_TASK TO COMPLETE_
Pictures aside, write out every record exactly as it appears.

[Records contained in a dataset]
•••
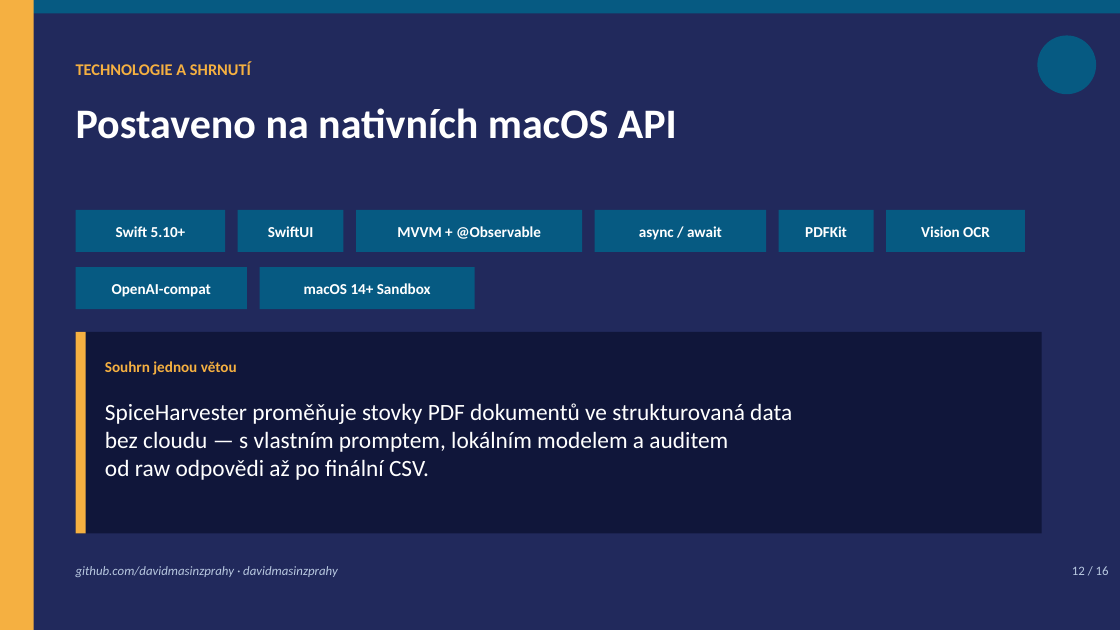
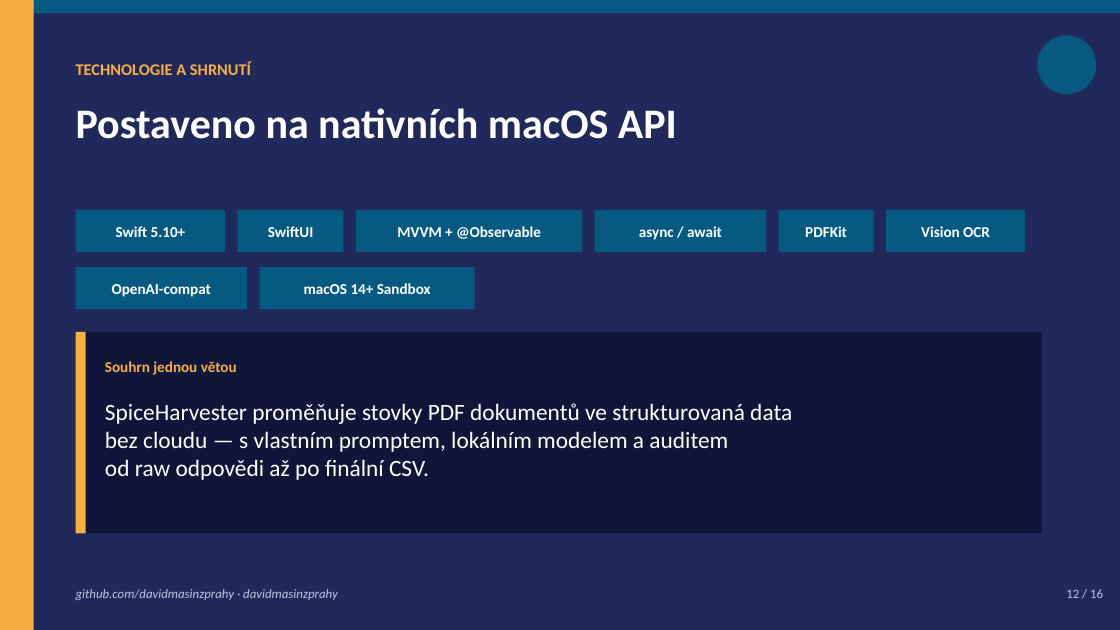
Before and after one commit to davidmasinzprahy/SpiceHarvester, a slide deck: slide 12 of docs/SpiceHarvester_Prezentace.pptx. Drawn at 1120x630 pixels with LibreOffice and Linux fonts; fonts in the diff are those of the drawing; background and template pictures are left out. Boxes give left, top, right and bottom in pixels: in the first picture for what was removed or moved away, otherwise in the second. Text is boxed around its words. In the diff, an @@ line names an element or a change of style, - is before the commit and + after.

```diff
--- a/docs/SpiceHarvester_Prezentace.pptx
+++ b/docs/SpiceHarvester_Prezentace.pptx
@@ text "github.com/davidmasinzprahy · davidmasinzprahy": place and size @@
-text "github.com/davidmasinzprahy · davidmasinzprahy" at (76,566,338,577)
+text "github.com/davidmasinzprahy · davidmasinzprahy" at (76,589,338,600)
@@ text "12 / 16": place and size @@
-text "12 / 16" at (1072,566,1109,575)
+text "12 / 16" at (1066,589,1103,598)
```
Also in this commit, not shown: 6 other slides changed.
•••
_RESULT_
Before and after one commit to davidmasinzprahy/SpiceHarvester, a slide deck: slide 12 of docs/SpiceHarvester_Prezentace.pptx. Drawn at 1120x630 pixels with LibreOffice and Linux fonts; fonts in the diff are those of the drawing; background and template pictures are left out. Boxes give left, top, right and bottom in pixels: in the first picture for what was removed or moved away, otherwise in the second. Text is boxed around its words. In the diff, an @@ line names an element or a change of style, - is before the commit and + after.

```diff
--- a/docs/SpiceHarvester_Prezentace.pptx
+++ b/docs/SpiceHarvester_Prezentace.pptx
@@ text "github.com/davidmasinzprahy · davidmasinzprahy": place and size @@
-text "github.com/davidmasinzprahy · davidmasinzprahy" at (76,566,338,577)
+text "github.com/davidmasinzprahy · davidmasinzprahy" at (76,589,338,600)
@@ text "12 / 16": place and size @@
-text "12 / 16" at (1072,566,1109,575)
+text "12 / 16" at (1066,589,1103,598)
```
Also in this commit, not shown: 6 other slides changed.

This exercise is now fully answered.